Только пять лет спустя после вступления Лжедмитрия в пределы Московского государства официальная Речь Посполитая и ее регулярная армия приступили к решительным действиям против России, которая в ту пору перестала существовать как жизнеспособный государственный организм. Следует согласиться с категоричным утверждением С. Ф. Платонова: «Появился Самозванец помимо польского правительства, которое, однако, тотчас его признало, и помимо католического духовенства, которое, однако, за него крепко схватилось. Вторжение Самозванца в московские пределы гораздо более было рассчитано на восстание недовольных Москвою казачьих масс, чем на поддержку польской власти и общества».

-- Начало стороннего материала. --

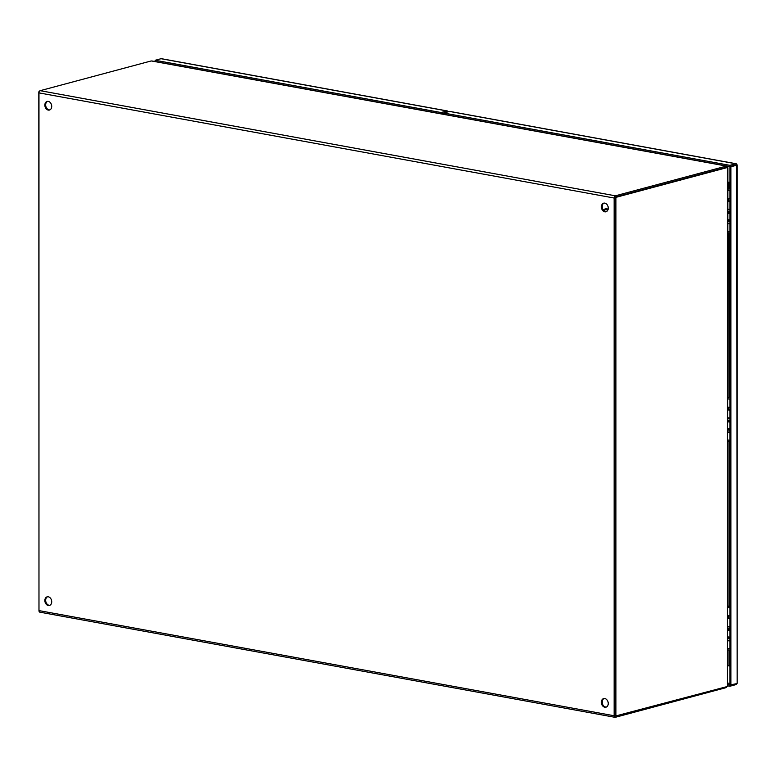 <?xml version="1.0" encoding="UTF-8"?>
<svg xmlns="http://www.w3.org/2000/svg" width="776" height="776" viewBox="0 0 776 776"><rect width="100%" height="100%" fill="white"/><g stroke="black" fill="none" stroke-linecap="round" stroke-linejoin="round"><path stroke-width="1.16" d="M727.219 167.732L726.433 167.587A5.558 3.453 100.4 0 0 726.326 167.567A5.558 3.453 100.4 0 0 725.327 167.616L614.941 197.182L614.941 716.161L726.317 686.779A5.558 3.453 -79.6 0 0 727.422 686.217L727.422 167.771A5.558 3.453 -79.6 0 0 727.316 167.752A5.558 3.453 -79.6 0 0 726.317 167.8L615.931 197.356L615.931 716.335M614.941 197.182L615.931 197.356M727.859 167.781L727.422 686.217M38.984 610.867L38.8 91.849M604.077 698.507A4.452 3.347 -105 0 0 602.195 702.038A4.452 3.347 -105 0 0 606.357 707.052M601.371 702.261A4.452 3.347 75 0 1 603.66 698.584A4.452 3.347 75 0 1 608.248 703.512A4.452 3.347 75 0 1 605.959 707.188A4.452 3.347 75 0 1 601.371 702.261M47.549 596.773A4.452 3.347 -105 0 0 45.668 600.304A4.452 3.347 -105 0 0 49.839 605.309M44.853 600.517A4.452 3.347 75 0 1 47.132 596.841A4.452 3.347 75 0 1 51.72 601.778A4.452 3.347 75 0 1 49.441 605.455A4.452 3.347 75 0 1 44.853 600.517M604.077 203.099A4.452 3.347 -105 0 0 602.195 206.629A4.452 3.347 -105 0 0 606.357 211.644M601.371 206.852A4.452 3.347 75 0 1 603.66 203.176A4.452 3.347 75 0 1 608.248 208.114A4.452 3.347 75 0 1 605.959 211.79A4.452 3.347 75 0 1 601.371 206.852M47.549 101.365A4.452 3.347 -105 0 0 45.668 104.896A4.452 3.347 -105 0 0 49.839 109.901M44.853 105.109A4.452 3.347 75 0 1 47.132 101.433A4.452 3.347 75 0 1 51.72 106.37A4.452 3.347 75 0 1 49.441 110.046A4.452 3.347 75 0 1 44.853 105.109M614.941 197.802L615.232 716.054M152.329 61.12L151.485 60.965A5.558 1.232 180 0 0 150.175 61.217L40.197 90.676A1.921 1.193 100.4 0 0 38.975 92.877L38.975 610.605A1.921 1.193 100.4 0 0 39.848 612.167A1.921 1.193 100.4 0 0 40.197 612.157M725.327 687.041L725.327 687.846L615.349 717.296A1.921 1.193 -79.6 0 1 615.009 717.315A1.921 1.193 -79.6 0 1 614.126 715.753L614.126 198.025A1.921 1.193 -79.6 0 1 615.349 195.814L725.327 166.365L725.327 167.616L615.349 197.065M151.485 60.965L726.22 166.035L726.249 167.267A5.558 1.232 180 0 1 725.327 167.616L726.317 167.8M725.327 687.846A5.558 1.232 0 0 0 726.22 687.517L726.22 686.799M151.912 60.965L726.22 166.035A5.558 1.232 180 0 1 725.327 166.365M726.85 686.576L726.22 687.517M726.22 166.035L726.365 167.577M729.896 231.636A3.172 0.698 180 0 1 727.859 231.355M729.896 201.294L728.412 200.664M728.412 200.295A3.172 0.698 0 0 0 727.859 200.421M727.859 201.246A3.172 0.698 0 0 0 729.896 201.527M727.859 223.284A3.55 0.786 0 0 0 728.169 223.343A3.55 0.786 0 0 0 729.896 223.517L729.624 223.507M729.896 223.75A3.172 0.698 180 0 1 727.859 223.469M727.859 209.132A3.172 0.698 0 0 0 729.896 209.413M727.859 420.058A3.55 0.786 0 0 0 728.169 420.126A3.55 0.786 0 0 0 729.896 420.291M729.896 430.243A3.55 0.786 180 0 1 728.169 430.069A3.55 0.786 180 0 1 728.111 430.059A3.55 0.786 180 0 1 727.859 430.001L728.111 430.059M728.111 421.853L727.859 421.795A3.55 0.786 0 0 0 728.111 421.853A3.55 0.786 0 0 0 728.169 421.863A3.55 0.786 0 0 0 729.896 422.037M729.896 428.498A3.55 0.786 180 0 1 728.169 428.333A3.55 0.786 180 0 1 727.859 428.265M729.896 418.109L728.557 417.876M729.896 418.429A3.55 0.786 180 0 1 728.169 418.254A3.55 0.786 180 0 1 727.859 418.196M727.859 431.873A3.55 0.786 0 0 0 728.169 431.941A3.55 0.786 0 0 0 729.896 432.106M727.859 211.47A3.55 0.786 0 0 0 728.169 211.528A3.55 0.786 0 0 0 729.896 211.702M729.896 221.645A3.55 0.786 180 0 1 728.169 221.47A3.55 0.786 180 0 1 728.111 221.461A3.55 0.786 180 0 1 727.859 221.412L728.111 221.461M728.111 213.254L727.859 213.206A3.55 0.786 0 0 0 728.111 213.254A3.55 0.786 0 0 0 728.169 213.274A3.55 0.786 0 0 0 729.896 213.439M729.896 219.909A3.55 0.786 180 0 1 728.169 219.734A3.55 0.786 180 0 1 727.859 219.676M729.896 209.52L728.557 209.287M729.896 209.83A3.55 0.786 180 0 1 728.169 209.666A3.55 0.786 180 0 1 727.859 209.598M729.906 684.995L736.763 683.617A1.921 1.193 -79.6 0 1 735.764 684.674L729.896 686.246L727.81 685.868M730.885 685.169L730.885 166.772L729.896 166.588L729.896 165.336L735.764 163.765A1.921 1.193 -79.6 0 1 736.114 163.746A1.921 1.193 -79.6 0 1 736.763 164.289L737.132 683.22M450.206 111.56A1.921 1.193 100.4 0 0 449.886 111.424A1.921 1.193 100.4 0 0 449.537 111.434L445.084 112.627L445.385 113.325L445.084 112.627M736.763 164.289L736.502 165.22L729.896 166.588L445.385 114.576L445.385 113.325L729.896 165.336M729.896 686.246L729.896 684.995L727.859 684.616M730.885 166.772L736.763 165.201M736.346 164.861L729.896 166.588L729.896 684.995M727.859 628.657A3.55 0.786 0 0 0 728.169 628.715A3.55 0.786 0 0 0 729.896 628.89M729.896 638.832A3.55 0.786 180 0 1 728.169 638.658A3.55 0.786 180 0 1 728.111 638.648A3.55 0.786 180 0 1 727.859 638.6L728.111 638.648M728.111 630.442L727.859 630.393A3.55 0.786 0 0 0 728.111 630.442A3.55 0.786 0 0 0 728.169 630.452A3.55 0.786 0 0 0 729.896 630.626M729.896 637.096A3.55 0.786 180 0 1 728.169 636.921A3.55 0.786 180 0 1 727.859 636.863M729.896 626.707L728.557 626.475M729.896 627.018A3.55 0.786 180 0 1 728.169 626.853A3.55 0.786 180 0 1 727.859 626.785M727.859 640.462A3.55 0.786 0 0 0 728.169 640.53A3.55 0.786 0 0 0 729.896 640.704L729.624 640.685M448.053 111.841A1.921 1.193 100.4 0 0 447.257 110.939A1.921 1.193 100.4 0 0 446.918 110.958L441.049 112.53L441.049 113.781L444.658 112.811M161.718 58.821A1.921 1.193 100.4 0 0 161.398 58.685A1.921 1.193 100.4 0 0 161.059 58.704L155.19 60.276L155.19 61.527L441.049 113.781M155.19 60.276L441.049 112.53M155.19 61.527L154.201 61.343L155.19 61.081M729.896 231.675A3.347 0.737 180 0 1 728.295 231.52A3.347 0.737 180 0 1 727.859 231.423M729.896 648.823A3.172 0.698 180 0 1 727.859 648.542M729.896 618.482L728.412 617.851M728.412 617.483A3.172 0.698 0 0 0 727.859 617.609M727.859 618.433A3.172 0.698 0 0 0 729.896 618.715M729.896 640.937A3.172 0.698 180 0 1 727.859 640.656M727.859 626.319A3.172 0.698 0 0 0 729.896 626.601M729.896 648.862A3.347 0.737 180 0 1 728.295 648.697A3.347 0.737 180 0 1 727.859 648.6M729.896 440.225A3.172 0.698 180 0 1 727.859 439.943M729.896 409.893L728.412 409.262M728.412 408.884A3.172 0.698 0 0 0 727.859 409.02M727.859 409.844A3.172 0.698 0 0 0 729.896 410.126M729.896 432.348A3.172 0.698 180 0 1 727.859 432.067M727.859 417.721A3.172 0.698 0 0 0 729.896 418.002M729.896 440.264A3.347 0.737 180 0 1 728.295 440.108A3.347 0.737 180 0 1 727.859 440.011M736.182 164.91L733.339 165.666M728.945 187.928L728.945 182.244L727.859 182.05L729.896 182.418M727.859 198.316A2.6 0.572 0 0 0 728.771 198.675A2.6 0.572 0 0 0 729.896 198.792M727.859 406.915A2.6 0.572 0 0 0 728.771 407.264A2.6 0.572 0 0 0 729.896 407.39M727.859 615.504A2.6 0.572 0 0 0 728.771 615.863A2.6 0.572 0 0 0 729.896 615.979M727.859 683.074L729.896 683.443M729.896 666.06L727.859 665.692L728.945 665.886L728.945 650.346M728.945 606.492L728.945 441.757M728.945 396.526L728.945 233.101M729.896 665.633L728.945 665.886M614.126 715.753L38.975 610.605M38.975 92.877L614.126 198.025M615.349 195.814L40.197 90.676M727.859 421.29A4.055 0.902 0 0 0 729.896 421.484M727.859 420.883A4.055 0.902 0 0 0 729.896 421.077M729.896 429.691A4.055 0.902 180 0 1 727.859 429.487M729.896 429.283A4.055 0.902 180 0 1 727.859 429.089M727.859 212.692A4.055 0.902 0 0 0 729.896 212.886M727.859 212.284A4.055 0.902 0 0 0 729.896 212.478M729.896 221.092A4.055 0.902 180 0 1 727.859 220.898M729.896 220.685A4.055 0.902 180 0 1 727.859 220.491M449.537 111.434L735.764 163.765M727.859 629.879A4.055 0.902 0 0 0 729.896 630.073M727.859 629.472A4.055 0.902 0 0 0 729.896 629.666M729.896 638.279A4.055 0.902 180 0 1 727.859 638.085M729.896 637.872A4.055 0.902 180 0 1 727.859 637.678M446.918 110.958L161.059 58.704M603.534 210.325L606.114 209.559L607.734 210.306M608.025 209.607A5.568 4.19 -105 0 0 606.454 208.948A5.568 4.19 -105 0 0 605.018 208.996A5.568 4.19 -105 0 0 603.33 210.083M608.112 209.268A5.568 4.19 -105 0 0 606.91 208.831A5.568 4.19 -105 0 0 605.464 208.88A5.568 4.19 -105 0 0 605.241 208.948M729.896 190.566A2.6 0.572 180 0 1 728.771 190.45A2.6 0.572 180 0 1 727.859 190.091M729.896 399.165A2.6 0.572 180 0 1 728.771 399.039A2.6 0.572 180 0 1 727.859 398.689M729.896 607.753A2.6 0.572 180 0 1 728.771 607.637A2.6 0.572 180 0 1 727.859 607.278M726.326 167.567L727.316 167.752M726.811 167.655L727.81 167.771M39.848 612.167L615.009 717.315M737.2 683.326L737.2 164.929M736.114 163.746L449.886 111.424M444.58 114.198L444.58 112.947M447.257 110.939L161.398 58.685M729.896 233.314L727.859 232.616M728.412 198.598L728.412 201.003M729.896 650.501L727.859 649.803M728.412 615.775L728.412 618.191M729.896 441.903L727.859 441.214M728.412 407.187L728.412 409.602M608.132 209.21L605.464 208.88L603.311 210.054M729.896 187.549L727.859 189.596M729.896 396.138L727.859 398.195M729.896 604.727L727.859 606.783"/></g></svg>

А что, если появлению Расстриги на политическом горизонте мы обязаны частной инициативе могущественных магнатов Речи Посполитой. В этом случае на роль закоперщика самозванческой интриги претендует великий канцлер литовский Лев Сапега — слишком уж часто пересекается с самозванцем этот вельможа. Стоит начать с того, что его родич Андрей Сапега еще в феврале 1598 года получил первое известное нам сообщение из Москвы о появлении самозванца, именующего себя царевичем. (Об этом эпизоде мы подробнее расскажем ниже.) Разумеется, литовский канцлер знал о содержании письма, которое могло послужить толчком к подготовке доморощенного самозванца.
Как уже говорилось, Лев Сапега возглавлял посольство, гостившее в Москве с октября 1600 по февраль 1601 года. Контакты Отрепьева с польскими эмиссарами, разумеется, не более чем предположение, но, несомненно, чудовский монах хорошо разбирался в особенностях политической ситуации в Речи Посполитой, черпая информацию из хорошо осведомленных источников. Об этом косвенно свидетельствует маршрут бегства Отрепьева из Москвы. Почему он выбрал не короткий, традиционный для покидающих Московию путь — через Вязьму и Смоленск в Литву. По этой дороге — разумеется, в обратном направлении — четыре года спустя прибудет в Москву невеста самозванца Марина Мнишек. Следуя этим маршрутом, Лжедмитрий сразу же попадал под крыло к ненавистнику Москвы Сапеге. Однако Отрепьев направился по куда более длинному пути в Киев. Паломничество в Киево-Печерскую лавру в монашеской компании, — пожалуй, наиболее благопристойный и наименее подозрительный предлог для пересечения границы. Но только ли это обстоятельство заставило чернеца Григория выбрать данный вариант путешествия?